2d. Preparation of 2,6-Dichloro-5-fluoronicotinic acid (4) 
The acid was prepared directly from the 2,6-dichloro-5-fluoronicotinamide 
(3), described in Example 2c, without purification. The nicotinamide (3), 
was placed in a flask, and concentrated hydrochloric acid, 327 kg, was 
added. The mixture was heated at reflux for about 2 hours. The reaction 
mixture was cooled in an ice bath to provide a solid product. The overall 
yield of 2,6-dichloro-5-fluoronicotinic acid (4) was 55%, based on 
2,6-dihydroxy-5-fluoro-3-cyanopyridine. 
2e. Alternative Preparation of 2,6-Dichloro-5-fluoronicotinic acid (4) 
Alternatively, a one step hydrolysis of 
2,6-dichloro-5-fluoro-3-cyanopyridine (2) can be accomplished as follows: 
The cyanopyridine (2), 28 g, was added to a flask containing concentrated 
sulfuric acid, 26 mL. The mixture was heated at about 75.degree.
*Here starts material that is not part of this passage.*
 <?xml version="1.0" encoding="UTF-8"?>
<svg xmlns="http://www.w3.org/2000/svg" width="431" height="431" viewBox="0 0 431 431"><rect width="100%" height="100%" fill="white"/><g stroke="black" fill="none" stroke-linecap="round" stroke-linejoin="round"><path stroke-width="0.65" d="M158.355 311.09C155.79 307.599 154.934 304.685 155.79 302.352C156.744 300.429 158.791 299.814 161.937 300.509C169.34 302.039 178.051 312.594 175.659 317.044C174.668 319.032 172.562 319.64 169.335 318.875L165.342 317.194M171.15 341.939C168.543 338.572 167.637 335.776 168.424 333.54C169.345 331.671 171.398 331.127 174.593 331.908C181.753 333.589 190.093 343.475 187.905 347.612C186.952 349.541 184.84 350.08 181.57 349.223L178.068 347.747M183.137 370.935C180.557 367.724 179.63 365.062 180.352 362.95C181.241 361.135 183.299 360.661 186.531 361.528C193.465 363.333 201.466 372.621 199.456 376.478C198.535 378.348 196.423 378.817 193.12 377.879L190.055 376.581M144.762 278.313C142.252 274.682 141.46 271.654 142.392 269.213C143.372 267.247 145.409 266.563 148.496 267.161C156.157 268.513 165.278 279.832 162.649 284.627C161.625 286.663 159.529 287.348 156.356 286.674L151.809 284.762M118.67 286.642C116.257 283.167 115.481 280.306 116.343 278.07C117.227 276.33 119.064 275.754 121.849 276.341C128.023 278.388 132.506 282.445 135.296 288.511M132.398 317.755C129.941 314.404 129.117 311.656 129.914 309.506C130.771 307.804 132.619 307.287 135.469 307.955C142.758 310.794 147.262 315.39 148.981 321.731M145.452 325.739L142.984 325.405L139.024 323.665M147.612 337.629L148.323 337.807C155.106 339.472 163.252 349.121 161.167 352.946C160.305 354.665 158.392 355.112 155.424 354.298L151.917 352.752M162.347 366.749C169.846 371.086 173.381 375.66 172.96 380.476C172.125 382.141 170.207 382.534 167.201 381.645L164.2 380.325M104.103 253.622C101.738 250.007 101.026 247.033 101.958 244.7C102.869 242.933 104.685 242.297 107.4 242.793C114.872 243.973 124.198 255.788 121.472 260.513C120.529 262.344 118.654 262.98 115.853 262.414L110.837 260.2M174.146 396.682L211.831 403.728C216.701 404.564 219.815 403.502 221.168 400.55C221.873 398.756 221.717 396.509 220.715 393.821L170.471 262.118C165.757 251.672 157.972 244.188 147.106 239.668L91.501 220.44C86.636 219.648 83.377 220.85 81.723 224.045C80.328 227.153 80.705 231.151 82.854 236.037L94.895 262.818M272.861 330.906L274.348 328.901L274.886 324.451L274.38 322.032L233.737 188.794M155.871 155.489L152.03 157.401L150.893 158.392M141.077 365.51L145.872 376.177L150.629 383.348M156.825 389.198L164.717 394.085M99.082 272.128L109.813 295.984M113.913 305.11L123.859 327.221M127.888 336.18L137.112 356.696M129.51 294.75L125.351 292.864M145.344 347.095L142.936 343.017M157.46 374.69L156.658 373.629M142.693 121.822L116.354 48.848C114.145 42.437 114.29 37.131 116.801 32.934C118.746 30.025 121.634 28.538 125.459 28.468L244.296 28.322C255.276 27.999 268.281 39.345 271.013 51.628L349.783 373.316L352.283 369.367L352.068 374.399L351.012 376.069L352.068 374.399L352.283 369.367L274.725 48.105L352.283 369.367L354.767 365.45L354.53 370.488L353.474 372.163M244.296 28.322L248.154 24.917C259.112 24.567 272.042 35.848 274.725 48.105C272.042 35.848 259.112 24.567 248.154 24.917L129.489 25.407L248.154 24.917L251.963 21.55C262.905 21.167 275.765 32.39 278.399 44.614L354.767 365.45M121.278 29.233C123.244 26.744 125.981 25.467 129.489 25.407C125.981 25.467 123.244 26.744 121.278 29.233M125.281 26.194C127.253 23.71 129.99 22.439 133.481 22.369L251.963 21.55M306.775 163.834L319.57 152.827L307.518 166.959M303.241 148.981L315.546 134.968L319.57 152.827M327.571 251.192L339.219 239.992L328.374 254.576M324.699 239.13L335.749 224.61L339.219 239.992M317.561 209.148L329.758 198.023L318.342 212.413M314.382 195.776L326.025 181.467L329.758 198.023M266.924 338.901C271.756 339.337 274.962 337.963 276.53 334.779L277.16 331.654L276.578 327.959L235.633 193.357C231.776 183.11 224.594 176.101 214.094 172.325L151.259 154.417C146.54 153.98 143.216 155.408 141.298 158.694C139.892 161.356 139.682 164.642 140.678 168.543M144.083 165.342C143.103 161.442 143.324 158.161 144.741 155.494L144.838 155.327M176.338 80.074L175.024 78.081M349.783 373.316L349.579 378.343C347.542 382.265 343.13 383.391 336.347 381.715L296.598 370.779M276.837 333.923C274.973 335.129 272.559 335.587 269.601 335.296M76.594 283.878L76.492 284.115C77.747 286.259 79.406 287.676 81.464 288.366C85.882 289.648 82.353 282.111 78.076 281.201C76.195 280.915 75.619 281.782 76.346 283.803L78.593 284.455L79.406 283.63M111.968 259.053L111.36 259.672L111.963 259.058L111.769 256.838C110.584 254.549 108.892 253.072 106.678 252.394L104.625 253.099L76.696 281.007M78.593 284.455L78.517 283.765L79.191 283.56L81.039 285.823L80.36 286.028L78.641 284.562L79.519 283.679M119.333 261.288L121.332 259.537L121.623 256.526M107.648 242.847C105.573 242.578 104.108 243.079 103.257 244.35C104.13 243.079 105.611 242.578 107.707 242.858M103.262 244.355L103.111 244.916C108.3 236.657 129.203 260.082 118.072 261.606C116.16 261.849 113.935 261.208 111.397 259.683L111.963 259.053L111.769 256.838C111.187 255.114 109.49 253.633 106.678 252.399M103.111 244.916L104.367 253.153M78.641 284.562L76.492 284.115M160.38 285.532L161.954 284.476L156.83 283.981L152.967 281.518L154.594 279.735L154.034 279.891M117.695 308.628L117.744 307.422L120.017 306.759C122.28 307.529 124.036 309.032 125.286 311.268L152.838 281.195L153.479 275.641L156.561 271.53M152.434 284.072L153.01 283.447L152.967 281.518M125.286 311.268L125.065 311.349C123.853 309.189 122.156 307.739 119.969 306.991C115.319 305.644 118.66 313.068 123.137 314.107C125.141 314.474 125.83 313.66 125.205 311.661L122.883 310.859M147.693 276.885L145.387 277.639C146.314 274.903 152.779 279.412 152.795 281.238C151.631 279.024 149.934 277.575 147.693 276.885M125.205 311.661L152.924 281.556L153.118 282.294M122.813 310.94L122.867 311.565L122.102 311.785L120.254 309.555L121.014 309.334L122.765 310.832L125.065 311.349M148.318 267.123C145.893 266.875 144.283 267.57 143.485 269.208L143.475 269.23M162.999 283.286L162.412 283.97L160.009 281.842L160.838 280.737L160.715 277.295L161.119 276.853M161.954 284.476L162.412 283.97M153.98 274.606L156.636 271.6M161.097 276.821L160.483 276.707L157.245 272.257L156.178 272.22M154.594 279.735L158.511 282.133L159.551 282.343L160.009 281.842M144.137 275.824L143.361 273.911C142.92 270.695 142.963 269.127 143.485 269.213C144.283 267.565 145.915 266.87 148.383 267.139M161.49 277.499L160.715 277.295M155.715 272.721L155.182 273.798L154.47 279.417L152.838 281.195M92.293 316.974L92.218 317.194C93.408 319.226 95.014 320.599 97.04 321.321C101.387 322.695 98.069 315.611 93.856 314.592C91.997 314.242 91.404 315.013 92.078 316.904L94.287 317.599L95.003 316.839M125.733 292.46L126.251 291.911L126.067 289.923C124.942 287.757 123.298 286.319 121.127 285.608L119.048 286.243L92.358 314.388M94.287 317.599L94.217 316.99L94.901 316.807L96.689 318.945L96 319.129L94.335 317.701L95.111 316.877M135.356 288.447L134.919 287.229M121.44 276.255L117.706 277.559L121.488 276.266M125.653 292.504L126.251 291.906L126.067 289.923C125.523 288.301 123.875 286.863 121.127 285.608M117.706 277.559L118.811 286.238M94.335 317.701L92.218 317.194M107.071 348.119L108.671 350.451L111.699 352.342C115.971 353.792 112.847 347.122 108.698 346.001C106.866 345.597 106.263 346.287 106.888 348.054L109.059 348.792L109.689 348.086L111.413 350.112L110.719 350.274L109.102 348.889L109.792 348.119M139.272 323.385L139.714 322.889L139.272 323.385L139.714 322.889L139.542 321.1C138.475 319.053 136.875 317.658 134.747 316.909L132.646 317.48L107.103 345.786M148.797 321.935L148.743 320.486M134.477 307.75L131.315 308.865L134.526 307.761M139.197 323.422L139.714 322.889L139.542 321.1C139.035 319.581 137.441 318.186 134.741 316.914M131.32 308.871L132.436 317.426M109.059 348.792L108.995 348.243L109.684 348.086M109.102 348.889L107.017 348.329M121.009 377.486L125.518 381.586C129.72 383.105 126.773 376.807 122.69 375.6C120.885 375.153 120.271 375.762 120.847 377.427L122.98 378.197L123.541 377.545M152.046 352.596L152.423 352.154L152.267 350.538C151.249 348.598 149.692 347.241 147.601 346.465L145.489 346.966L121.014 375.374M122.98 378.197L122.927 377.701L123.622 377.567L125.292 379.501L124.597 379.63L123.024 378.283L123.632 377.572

C. for 
about 45 minutes. The solution was cooled in an ice bath and concentrated 
hydrochloric acid, 130 mL was added dropwise. The mixture was heated at 
reflux for about 1 hour. The mixture was allowed to cool to room 
temperature and then cooled in an ice bath. The precipitate was filtered 
to provide 6 g of 2,6-dichloro-5-fluoronicotinic acid. 
It will be understood that the specification and the examples are 
illustrative and not limitative of the present invention and that other 
embodiments within the spirit and scope of the invention will suggest 
themselves to those skilled in the art.